These processes have, therefore, been used to study
gluon distributions in the hadron.

The cross-section for the production of a \QQbar\ bound
state factorises into two parts~: a short-distance part, which
corresponds to the production of a heavy quark pair from a
hard collision of the incident particles, while the other part
specifies how the \QQbar\ pair produced in the collision forms
a quarkonium bound state. The short-distance part is, of
course, computable in perturbative QCD but the formation of
the bound state from the \QQbar\ pair can be specified only in
the context of some phenomenological model of hadronisation.
In particular, it is not known whether the hard scattering
subprocess is sensitive to the quantum numbers of the bound
state, or whether this information is completely screened by the
subsequent hadronisation.

For several years now, two models of quarkonium formation have
been used to describe $J/\psi$ and $\Upsilon$ production in
high energy collisions~: the colour-singlet model \cite{sing}
and the semi-local duality model \cite{dual}. The latter model
has also been referred to as the colour-evaporation model in
the literature.
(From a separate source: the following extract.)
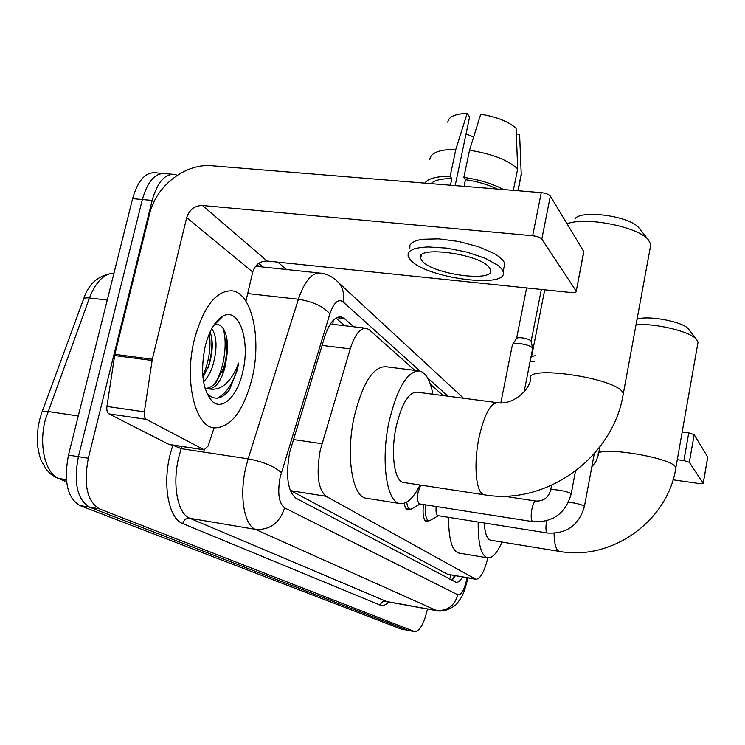 <?xml version="1.0" encoding="UTF-8"?>
<svg xmlns="http://www.w3.org/2000/svg" width="745" height="745" viewBox="0 0 745 745"><rect width="100%" height="100%" fill="white"/><g stroke="black" fill="none" stroke-linecap="round" stroke-linejoin="round"><path stroke-width="1.12" d="M414.844 370.386L369.399 329.858L366.41 328.266C360.263 327.698 354.862 334.561 350.224 348.874L320.266 450.176C316.103 473.913 318.031 489.279 326.049 496.282L475.906 579.293C480.404 578.939 484.371 571.806 487.817 557.884M326.049 496.282L290.988 490.722L447.587 574.265L475.906 579.293M443.079 395.558L430.396 384.243M410.216 509.291L407.897 510.064C406.127 509.645 404.935 507.364 404.33 503.21M428.673 520.774L426.522 521.537C423.449 520.103 422.434 514.441 423.467 504.523M353.754 326.785L344.311 318.534L341.145 316.886C334.794 316.271 329.271 323.032 324.569 337.168L289.693 452.262C285.503 475.971 287.607 491.309 296.026 498.275L456.126 582.32C458.156 582.581 460.298 580.802 462.543 576.993M427.481 609C424.11 623.528 419.891 631.08 414.835 631.667L99.346 508.835C87.081 501.311 83.412 484.446 88.32 458.25L152.148 200.424C157.391 182.153 164.952 173.483 174.814 174.414L177.282 175.252M277.857 262.147L286.322 269.522M408.13 630.41L401.127 629.059L79.845 505.51C67.357 497.977 63.567 481.168 68.484 455.102L132.61 198.636L142.351 199.53C147.622 181.305 155.23 172.663 165.185 173.604C155.23 172.663 147.622 181.305 142.351 199.53L78.383 456.676L142.351 199.53L152.148 200.424M79.845 505.51L89.568 507.168C77.201 499.634 73.466 482.807 78.383 456.676C73.466 482.807 77.201 499.634 89.568 507.168L407.692 630.279L89.568 507.168L99.346 508.835M408.26 630.438L414.835 631.667M455.363 575.764L451.749 580.169M335.893 318.068L344.786 325.733M132.61 198.636C137.89 180.458 145.554 171.844 155.603 172.793L162.652 173.389M252.155 378.153C243.466 411.417 230.652 428.003 213.722 427.891C194.855 425.982 184.034 380.341 194.333 339.534C203.748 305.962 216.572 289.758 232.794 290.904C252.369 294.145 261.607 339.413 252.155 378.153M202.966 377.501L209.196 364.519C212.93 351.435 213.228 340.567 210.09 331.925M203.571 381.868C207.678 377.538 210.816 371.923 212.986 365.013C217.382 348.623 216.981 336.47 211.776 328.564M205.834 388.406C209.326 388.136 212.772 386.068 216.162 382.204L224.413 366.512L226.657 357.069C228.305 345.568 227.43 336.507 224.022 329.877C221.367 325.109 218.043 323.544 214.048 325.165L223.258 315.936C239.35 307.136 250.497 341.201 242.749 371.867C237.348 396.722 221.731 411.808 211.478 400.568C202.491 389.02 200.358 371.066 205.089 346.714C209.224 330.603 215.277 320.341 223.258 315.936M226.657 357.069L225.158 366.605C221.628 380.155 216.376 387.605 209.392 388.946L204.968 388.052M206.598 392.736L207.678 394.012C213.955 400.112 220.595 399.46 227.597 392.075L229.292 390.063L237.273 370.228L238.614 363.057L235.792 369.79C228.613 384.234 219.812 390.622 209.392 388.946M207.771 368.505C210.947 358.643 212.297 348.623 211.804 338.444M222.41 371.913C226.108 360.99 227.588 349.945 226.871 338.761M219.738 319.456L219.021 318.888M209.401 398.007L210.202 398.37M202.826 375.992C208.926 362.089 211.114 347.906 209.41 333.443M215.082 383.377C224.534 368.319 227.691 342.085 223.006 328.228M218.89 320.313L218.238 319.624M209.857 398.64L210.435 398.78M217.195 398.165C227.365 393.053 234.498 381.356 238.614 363.057M170.028 444.607L204.13 449.775L146.281 419.342L108.956 413.885C107.196 412.683 106.516 410.206 106.935 406.453L114.832 354.331L149.531 214.113C155.984 185.943 185.375 163.062 212.027 165.772L541.261 192.638C545.815 193.179 548.841 194.333 550.332 196.103L541.811 239.108C540.293 237.441 537.238 236.314 532.675 235.746L202.444 205.499C194.641 205.601 189.398 209.652 186.688 217.633L152.315 359.248L144.362 411.864C143.943 415.654 144.577 418.15 146.281 419.342M169.022 444.448L108.956 413.885M245.915 301.213L252.713 272.037C255.135 264.717 259.949 261.048 267.157 261.039L570.847 292.515C574.423 292.794 576.22 292.385 576.239 291.286L583.717 251.456L550.332 196.103M583.717 251.456L583.745 252.331M576.099 290.988L541.811 239.108M204.13 449.775L208.172 445.957L214.029 427.947M489.353 267.651C480.18 253.784 414.518 245.124 420.636 258.403L422.173 260.946C432.854 274.551 495.388 282.802 490.499 269.764L489.353 267.651M455.176 185.607L469.592 117.049L467.18 113.333L455.865 149.242L450.148 176.304L451.824 178.586C441.198 178.595 434.27 180.281 431.038 183.642M503.974 267.52L504.784 263.516L503.331 260.703L499.727 257.165L494.205 253.542L478.402 246.716L458.706 241.492L438.768 238.856L422.257 239.266L416.241 240.598L412.078 242.591L409.918 245.152L409.825 248.16M410.309 259.754C425.172 278.192 509.487 289.33 503.136 271.655L501.674 268.88L498.051 265.388L485.293 258.292L467.096 252.155L446.786 248.122L428.124 246.94L420.497 247.498L414.49 248.793L410.337 250.739L408.185 253.244L408.102 256.206L410.309 259.754M450.148 176.304C436.356 176.258 427.937 178.53 424.883 183.14M455.865 149.242C439.001 149.494 430.312 152.976 429.791 159.681M520.336 179.471L521.267 174.879L519.6 134.202L516.341 133.979M517.877 190.729L521.174 174.451M467.18 113.333C454.785 113.91 448.332 116.891 447.82 122.264M466.053 133.914L473.643 137.006M497.213 189.044C488.124 184.63 477.545 181.501 465.476 179.675L463.846 177.394L469.527 150.248L480.73 114.209C496.766 116.863 508.556 121.575 516.127 128.354L517.682 168.892L513.324 190.357M464.088 186.334L465.476 179.675M451.824 178.586L450.427 185.226M503.583 189.556C492.641 183.726 479.398 179.675 463.846 177.394M517.682 168.892C507.829 159.942 491.784 153.731 469.527 150.248M650.283 247.536L650.86 244.369L648.15 239.536C637.45 226.545 585.142 216.423 567.038 223.807M497.157 402.626L416.986 392.149C408.688 392.084 401.769 403.511 396.228 426.419C390.333 453.016 394.375 481.68 403.622 482.499L403.986 482.546M420.012 484.995C413.503 498.116 406.854 504.3 400.065 503.555C386.553 502.54 380.453 460.438 389.197 421.102C397.43 387.437 407.58 370.731 419.668 370.991C425.982 372.724 430.377 380.471 432.854 394.226M366.782 498.321L366.382 498.256C352.189 497.12 345.457 455.251 354.322 416.278C362.685 382.911 373.208 366.4 385.901 366.745L418.392 370.824M574.972 218.862C580.932 209.457 629.246 215.957 638.707 227.579L639.899 229.088M697.739 343.836L698.046 342.104L696.454 339.264C689.982 331.46 655.851 323.172 636.053 324.643M484.259 522.999C484.939 533.541 487.053 539.278 490.62 540.209L559.281 551.375C611.44 561.143 667.92 521.221 675.864 467.748L675.64 468.987M502.028 542.071C497.139 553.032 492.343 558.294 487.64 557.856C481.121 555.789 477.964 543.841 478.178 522.031M487.64 557.856L458.846 553.051C451.973 550.937 448.565 539.026 448.602 517.337M637.05 319.242C647.694 315.06 682.485 321.505 688.278 328.759L689.032 329.718M532.992 521.658L419.649 503.927C417.545 502.689 417.051 498.666 418.159 491.849L420.767 485.107M412.46 508.453L410.169 509.291C408.4 508.844 407.254 506.451 406.761 502.093M547.566 533.02L437.902 515.633C436.263 514.897 435.695 511.852 436.188 506.516M430.75 520.066L428.729 520.783C425.861 519.461 424.911 514.162 425.87 504.905M512.355 344.646C512.774 343.492 515.326 343.138 520.001 343.603C526.594 344.572 530.785 346.034 532.582 347.98L532.582 348.818M512.746 344.078L516.481 338.63C516.797 337.774 518.641 337.513 522.012 337.848C526.464 338.481 529.444 339.478 530.962 340.847L531.166 341.433M530.142 361.241L534.286 361.325M530.868 357.535L531.567 356.501L535.394 355.682M682.169 432.007L688.753 432.873L694.172 434.624L689.33 462.3L683.882 460.596L677.289 459.684M673.024 479.799L699.322 483.552L703.215 483.347L707.713 457.067L694.172 434.624M703.178 483.254L689.33 462.3M599.483 448.937L598.421 448.788M293.316 439.531L321.933 443.713M333.266 320.276L332.819 324.336M450.93 575L449.673 579.079M322.045 345.419L350.224 348.874M447.587 574.265L475.068 578.995M420.031 371.075L343.017 301.809C338.202 298.549 333.816 302.582 329.877 313.906L280.176 477.024C277.336 492.966 278.807 503.238 284.581 507.848L457.821 594.808C461.295 595.274 464.303 589.966 466.845 578.874L467.059 577.775M467.813 577.906L467.534 579.396C463.595 595.916 460.54 598.757 457.337 603.031C456.368 605.173 452.364 607.659 445.314 610.5C441.096 611.114 438.321 611.189 436.989 610.723L255.395 529.369C244.081 525.113 239.164 495.35 245.766 467.655L248.15 458.864L181.184 448.658L178.744 457.3C172.002 484.492 177.645 513.91 189.835 518.278L386.972 601.671M388.713 601.988C385.696 605.117 382.874 606.179 380.239 605.163L182.721 523.558C183.95 519.833 186.315 518.073 189.835 518.278L255.395 529.369C269.96 530.226 279.682 523.055 284.581 507.848M182.721 523.558C168.882 518.771 162.363 485.619 170.018 454.944L172.784 445.203L181.184 448.658L181.901 446.488M258.655 263.376L263.041 267.073M88.32 458.25L68.484 455.102M414.267 631.509L401.127 629.059M281.331 472.665C274.356 466.333 263.292 461.732 248.15 458.864L298.373 299.239L247.694 293.567M329.877 313.906C323.572 306.493 313.068 301.604 298.373 299.239C304.677 280.884 312.118 272.186 320.713 273.136C323.507 273.35 331.339 274.784 339.282 283.314L335.436 279.552M318.981 272.959L255.563 266.244M457.821 594.808C454.422 606.048 447.168 611.263 436.049 610.434L385.584 601.308C382.874 601.103 381.095 602.388 380.239 605.163M447.969 396.2L427.593 377.873M258.282 266.57L257.677 264.112M343.017 301.809C344.432 294.769 343.184 288.604 339.282 283.314L463.558 398.23M336.619 317.649L344.311 318.534M113.985 273.126C104.058 273.499 95.872 281.778 89.437 297.963L45.352 419.621C38.479 445.314 45.361 473.708 58.967 478.486L56.275 477.592L50.492 473.876L46.283 469.443L41.236 460.587L39.457 455.4L37.669 446.18L37.25 438.852L38.07 427.481L39.569 419.975M39.709 419.416L41.683 413.019C41.506 411.436 43.564 410.914 47.866 411.473L78.272 415.971M107.252 300.058L89.437 297.963C85.209 297.562 83.123 298.298 83.161 300.179L42.111 411.864M66.38 479.706L58.967 478.486L66.575 481.577M267.157 261.039L202.444 205.499M252.713 272.037L186.688 217.633M114.832 354.331L152.315 359.248M532.675 235.746L541.261 192.638M152.073 360.478L114.6 355.551M106.935 406.453L144.362 411.864M650.86 244.369L623.323 393.602L622.615 392.187C614.606 377.603 523.39 364.668 530.84 378.898C528.401 392.336 511.163 405.112 497.837 402.71C490.564 402.803 484.269 414.546 478.942 437.948C473.811 462.589 475.645 489.558 482.425 493.916L484.334 494.792C546.038 505.781 613.47 457.542 623.323 393.602L622.904 395.884M554.066 533.355C554.299 542.937 555.668 548.776 558.163 550.862L559.281 551.375M591.772 467.096L595.991 461.369L598.337 455.065C592.983 445.128 670.193 456.834 675.454 466.919L675.864 467.748L698.046 342.104M575.466 471.203L571.164 494C565.511 513.519 552.697 522.739 532.731 521.649L532.526 521.584C531.008 520.057 530.785 515.978 531.856 509.357C533.02 503.955 534.361 501.18 535.888 501.04C543.356 501.329 548.255 497.781 550.602 490.406C549.084 488.096 568.798 491.29 570.949 493.712L571.098 494.345M568.51 502.27C575.866 503.052 581.109 504.346 584.238 506.144L584.434 506.395C579.005 525.234 566.647 534.109 547.342 533.02L547.175 532.954C545.759 531.53 545.564 527.618 546.597 521.23L546.672 520.82M594.259 453.779L584.378 506.702M683.882 460.596L688.753 432.873M454.413 575.596L452.941 579.098M331.963 324.233L365.432 328.154M172.3 174.209L165.185 173.604M436.989 610.723L386.608 601.606M340.083 316.765L341.145 316.886M83.691 298.773C88.506 283.724 98.452 275.175 113.519 273.126M66.594 481.782L57.859 478.234M207.669 394.012L211.478 400.568M576.239 291.286L583.847 251.782M204.558 449.933L169.469 444.607M421.298 255.284L420.636 258.403M504.784 263.516L503.136 271.655M521.267 174.879L518.064 190.739M403.622 482.499L484.334 494.792M400.065 503.555L366.382 498.256M638.707 227.579L648.15 239.536M598.589 453.724L599.846 446.953M688.278 328.759L696.454 339.264M420.059 503.993L411.175 509.217M410.169 509.291L406.016 508.63M503.49 496.114L535.888 501.04M550.667 490.052L551.57 485.358M438.265 515.689L429.632 520.718M428.729 520.783L424.771 520.15M500.826 402.896L512.374 344.898M541.354 289.451L531.157 341.219M524.154 391.665L532.694 348.25M531.083 341.024L532.582 347.98M526.613 287.924L516.583 338.388M544.725 289.805L531.651 356.296M703.215 483.347L707.75 457.16"/></g></svg>

In the colour-singlet model, one
starts with the full \QQbar\ production amplitude and then
projects out the state with the proper spin, parity and
charge-conjugation assignments to describe a ${}^{2S+1}L_J$
quarkonium state. This state is required to be a
colour-singlet, which is achieved by the radiation of a hard
parton in the final state. The matrix element so obtained
is then convoluted with the modulus-squared of the
wave-function at the origin, $\vert R_0 \vert^2$, (or its
derivative, in the case of $P$-wave quarkonia), which
finally yields the matrix element for the quarkonium
production process. The wave-function and its derivative
are fixed from the leptonic or hadronic decay widths of
the quarkonia. In this model, because the amplitude for
the production of a state with definite $J^{PC}$ are
computed, it is possible to predict the production
cross section for different resonances in a given
family of quarkonia. It is also important to note that
the hard scattering vertex is governed by selection rules
that involve the quantum numbers of the quarkonium. For
example in leptoproduction of charmonia, the ${}^3S_1$
state (the $J/\psi$) is produced in the subprocess
$\gamma g \rightarrow {}^3S_1 g$, but the production of
the corresponding $P$-states (the $\chi$'s) is disallowed.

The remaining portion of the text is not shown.